Summer 2004
Worlds of moiré
Effect, defect, accident or design – moiré has a vital place in printing
‘Moiré’ is the name commonly given to a group of visual effects that most designers know well, at least by sight. The word itself originates in the domain of textiles and derives from the early French mouaire, in English ‘mohair’, and in particular mohair with wavy, glossy surface markings, an effect also known as ‘watered’. Watered effects are commonly associated with paper or silk and are applied by calendering – pressing either material between hot cylinders. In Europe, watered silk is found at least as far back as the seventeenth century, used in dresses and waistcoats (Samuel Pepys had one), and was then called ‘moire antique’, or simply ‘moire’. In each case, ‘moire’ was spelt without the ‘é’ we now include and thus pronounced ‘mwar’; the acute appeared in the early nineteenth century, an affectation perhaps of a French association some had with the word or the effect. After 1800, both moiré papers and silk were used in bookbindings, the silk variety especially popular in the middle decades of the nineteenth century.
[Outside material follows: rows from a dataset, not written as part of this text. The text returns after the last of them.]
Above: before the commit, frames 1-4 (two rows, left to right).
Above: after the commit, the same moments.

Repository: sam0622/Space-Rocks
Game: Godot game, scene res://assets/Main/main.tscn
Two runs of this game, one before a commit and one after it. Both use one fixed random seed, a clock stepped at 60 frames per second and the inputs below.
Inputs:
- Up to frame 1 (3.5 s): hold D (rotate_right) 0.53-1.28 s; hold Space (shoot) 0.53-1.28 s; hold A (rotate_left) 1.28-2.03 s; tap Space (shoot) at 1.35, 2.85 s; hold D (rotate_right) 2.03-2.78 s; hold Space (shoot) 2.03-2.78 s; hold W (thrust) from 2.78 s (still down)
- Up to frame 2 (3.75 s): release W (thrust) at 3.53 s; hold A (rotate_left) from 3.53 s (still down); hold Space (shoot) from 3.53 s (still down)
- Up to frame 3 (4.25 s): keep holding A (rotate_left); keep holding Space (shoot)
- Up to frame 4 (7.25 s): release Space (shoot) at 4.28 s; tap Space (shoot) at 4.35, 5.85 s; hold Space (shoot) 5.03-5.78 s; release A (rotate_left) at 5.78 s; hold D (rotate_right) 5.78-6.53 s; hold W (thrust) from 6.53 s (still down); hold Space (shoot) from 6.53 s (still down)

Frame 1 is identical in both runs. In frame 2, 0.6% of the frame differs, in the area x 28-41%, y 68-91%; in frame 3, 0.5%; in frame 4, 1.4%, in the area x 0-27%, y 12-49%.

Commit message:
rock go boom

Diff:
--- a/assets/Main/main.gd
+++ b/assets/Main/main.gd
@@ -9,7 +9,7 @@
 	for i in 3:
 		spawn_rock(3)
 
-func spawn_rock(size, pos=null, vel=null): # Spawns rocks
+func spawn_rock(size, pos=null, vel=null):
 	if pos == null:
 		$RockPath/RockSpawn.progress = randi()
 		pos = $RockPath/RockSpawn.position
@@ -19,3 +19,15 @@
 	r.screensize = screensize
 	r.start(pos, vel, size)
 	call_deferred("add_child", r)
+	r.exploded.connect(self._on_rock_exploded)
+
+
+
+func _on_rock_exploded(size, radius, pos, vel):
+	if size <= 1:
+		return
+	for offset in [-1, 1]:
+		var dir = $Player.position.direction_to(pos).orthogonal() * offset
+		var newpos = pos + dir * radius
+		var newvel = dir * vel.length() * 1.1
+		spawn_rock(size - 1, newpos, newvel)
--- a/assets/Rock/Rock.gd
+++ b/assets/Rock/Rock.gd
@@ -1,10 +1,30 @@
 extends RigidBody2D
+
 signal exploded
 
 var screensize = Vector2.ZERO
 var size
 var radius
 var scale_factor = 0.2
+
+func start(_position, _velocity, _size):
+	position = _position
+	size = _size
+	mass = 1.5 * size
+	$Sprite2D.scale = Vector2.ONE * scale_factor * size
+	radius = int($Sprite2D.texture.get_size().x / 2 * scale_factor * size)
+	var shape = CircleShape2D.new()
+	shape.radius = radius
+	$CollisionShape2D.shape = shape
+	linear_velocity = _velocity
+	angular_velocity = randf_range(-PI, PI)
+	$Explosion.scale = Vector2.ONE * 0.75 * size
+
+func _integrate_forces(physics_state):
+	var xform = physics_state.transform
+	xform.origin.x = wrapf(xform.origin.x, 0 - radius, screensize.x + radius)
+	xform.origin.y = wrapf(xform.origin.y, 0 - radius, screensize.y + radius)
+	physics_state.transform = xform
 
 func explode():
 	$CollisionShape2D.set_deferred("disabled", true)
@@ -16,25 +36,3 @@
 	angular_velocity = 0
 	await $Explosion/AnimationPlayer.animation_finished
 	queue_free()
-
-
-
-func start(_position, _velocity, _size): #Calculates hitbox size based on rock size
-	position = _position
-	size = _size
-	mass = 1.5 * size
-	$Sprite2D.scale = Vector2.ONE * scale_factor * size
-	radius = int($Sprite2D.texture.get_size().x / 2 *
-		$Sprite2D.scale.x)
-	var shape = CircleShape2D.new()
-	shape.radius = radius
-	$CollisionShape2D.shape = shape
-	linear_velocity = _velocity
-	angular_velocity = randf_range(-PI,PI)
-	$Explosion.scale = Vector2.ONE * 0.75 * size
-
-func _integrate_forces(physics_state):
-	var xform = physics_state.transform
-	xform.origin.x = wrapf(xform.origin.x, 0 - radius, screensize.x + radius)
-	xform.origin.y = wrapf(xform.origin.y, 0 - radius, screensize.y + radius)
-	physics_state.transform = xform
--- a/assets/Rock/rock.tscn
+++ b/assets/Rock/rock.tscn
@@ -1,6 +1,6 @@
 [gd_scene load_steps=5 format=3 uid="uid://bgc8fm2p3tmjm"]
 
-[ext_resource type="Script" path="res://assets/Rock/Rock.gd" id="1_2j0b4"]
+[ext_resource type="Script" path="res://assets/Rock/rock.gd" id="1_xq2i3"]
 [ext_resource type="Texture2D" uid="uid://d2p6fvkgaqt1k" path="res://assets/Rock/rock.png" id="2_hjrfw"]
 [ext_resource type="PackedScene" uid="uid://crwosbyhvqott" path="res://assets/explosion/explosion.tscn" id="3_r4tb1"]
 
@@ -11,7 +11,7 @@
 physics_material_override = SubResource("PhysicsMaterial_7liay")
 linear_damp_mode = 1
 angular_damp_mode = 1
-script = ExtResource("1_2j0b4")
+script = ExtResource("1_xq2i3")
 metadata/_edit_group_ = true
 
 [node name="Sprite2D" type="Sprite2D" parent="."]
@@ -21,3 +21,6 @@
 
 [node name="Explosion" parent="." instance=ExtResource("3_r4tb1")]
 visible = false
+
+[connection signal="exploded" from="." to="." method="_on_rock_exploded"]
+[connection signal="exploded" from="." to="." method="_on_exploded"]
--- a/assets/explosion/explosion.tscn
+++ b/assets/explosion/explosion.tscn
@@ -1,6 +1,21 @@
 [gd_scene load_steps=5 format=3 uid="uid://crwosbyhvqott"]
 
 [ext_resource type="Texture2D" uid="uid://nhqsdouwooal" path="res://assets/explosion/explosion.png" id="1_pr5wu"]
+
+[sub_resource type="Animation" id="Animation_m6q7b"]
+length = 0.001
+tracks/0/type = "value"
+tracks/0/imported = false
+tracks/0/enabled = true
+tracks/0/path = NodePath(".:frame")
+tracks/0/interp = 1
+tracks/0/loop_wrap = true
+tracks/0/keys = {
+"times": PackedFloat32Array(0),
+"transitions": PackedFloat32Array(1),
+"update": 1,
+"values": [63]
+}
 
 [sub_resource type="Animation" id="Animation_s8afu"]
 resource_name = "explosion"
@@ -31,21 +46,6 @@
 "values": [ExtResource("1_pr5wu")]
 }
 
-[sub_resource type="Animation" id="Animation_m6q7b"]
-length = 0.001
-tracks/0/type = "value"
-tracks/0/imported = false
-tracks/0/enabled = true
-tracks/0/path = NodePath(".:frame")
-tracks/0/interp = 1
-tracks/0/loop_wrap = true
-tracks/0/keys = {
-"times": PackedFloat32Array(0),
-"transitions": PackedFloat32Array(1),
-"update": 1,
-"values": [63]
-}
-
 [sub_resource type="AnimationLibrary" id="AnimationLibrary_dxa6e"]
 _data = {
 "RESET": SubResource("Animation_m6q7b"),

But it is another species of moiré that graphic designers may find more familiar: that made by superimposing regular patterns or screens to create second-order figures. It may have a textiles origin, too, created by layering semi-transparent fabrics of a loose but even weave; when the fabrics move, moiré is brought to life. While its visual analogy to watered fabric is readily apparent, moiré of this kind correlates directly with effects frequently encountered by graphic designers, many of whose materials and technologies contain regular structures. Whether from palettes of line or dot patterns in software applications, or as rasters in printers, scanners and monitors, such structures are the raw ingredients of moiré that need only be ‘overlaid’ in specific ways to create it. With moiré never far away, it is tempting to argue that graphic designers are more alert than most to its occurrence, intended or otherwise . . .
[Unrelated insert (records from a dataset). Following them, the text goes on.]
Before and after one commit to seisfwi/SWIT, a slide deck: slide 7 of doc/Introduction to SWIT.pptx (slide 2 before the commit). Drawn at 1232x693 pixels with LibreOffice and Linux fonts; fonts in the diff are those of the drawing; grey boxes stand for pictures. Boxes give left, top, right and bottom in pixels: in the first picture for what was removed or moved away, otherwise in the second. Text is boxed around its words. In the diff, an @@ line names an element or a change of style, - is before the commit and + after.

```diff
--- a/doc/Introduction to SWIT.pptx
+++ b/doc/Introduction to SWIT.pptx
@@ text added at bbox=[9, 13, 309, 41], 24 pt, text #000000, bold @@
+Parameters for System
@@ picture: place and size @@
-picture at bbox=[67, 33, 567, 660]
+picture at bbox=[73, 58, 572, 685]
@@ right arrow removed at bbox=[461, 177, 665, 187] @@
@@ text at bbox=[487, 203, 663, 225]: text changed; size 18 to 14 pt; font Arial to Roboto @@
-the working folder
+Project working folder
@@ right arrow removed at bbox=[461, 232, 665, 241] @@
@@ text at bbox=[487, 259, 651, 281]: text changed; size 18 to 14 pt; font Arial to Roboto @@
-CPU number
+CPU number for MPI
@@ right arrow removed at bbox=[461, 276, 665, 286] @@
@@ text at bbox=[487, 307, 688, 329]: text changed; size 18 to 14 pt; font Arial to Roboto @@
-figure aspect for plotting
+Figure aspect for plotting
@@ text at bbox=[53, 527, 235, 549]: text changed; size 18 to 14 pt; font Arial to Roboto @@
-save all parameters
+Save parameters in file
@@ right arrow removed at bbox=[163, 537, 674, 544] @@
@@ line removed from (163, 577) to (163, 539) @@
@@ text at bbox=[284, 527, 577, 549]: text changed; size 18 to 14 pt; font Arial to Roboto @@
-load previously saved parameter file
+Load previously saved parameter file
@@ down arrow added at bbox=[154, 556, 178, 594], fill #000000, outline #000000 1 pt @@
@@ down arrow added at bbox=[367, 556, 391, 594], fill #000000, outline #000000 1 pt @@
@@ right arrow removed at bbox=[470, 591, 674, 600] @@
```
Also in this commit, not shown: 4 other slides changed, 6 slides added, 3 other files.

. . . Whether or not the humble mechanical halftone dot and its manipulation can still build worlds (and some will regard this idea as altogether passé), interest in moiré remains. Recent work such as Gareth Hague’s design for the book Star Culture (Phaidon, 2000) demonstrates that beyond the decorative, figurative, symbolic, abstract or philosophical qualities already ascribed to it, moiré and the broader sphere of screen effects seem ever capable of appearing new (a point made repeatedly by commentators over the decades), entertaining the eye and mind with configurations of pattern and colour in endless variety. But as an unintended artefact that has long concerned process engravers and reprographic technicians, moiré’s days may be few in number. With increasingly sophisticated sampling methods, scanning and image editing software detect conflicts in original images and calculate effective resolutions. And apart from efforts to neutralise regular structures in the digital domain, unintended moiré in print may also eventually disappear. As random ‘dot’ (aka stochastic) halftones like those now used in Eye replace the familiar mechanical halftone screen, moiré accidents become less likely (and images such as those in this article become easier to reproduce). Random dot halftones are the successors of the defunct natural grain screens of an earlier age, and with their ‘return’ our vigilance for moiré may once more relax a little.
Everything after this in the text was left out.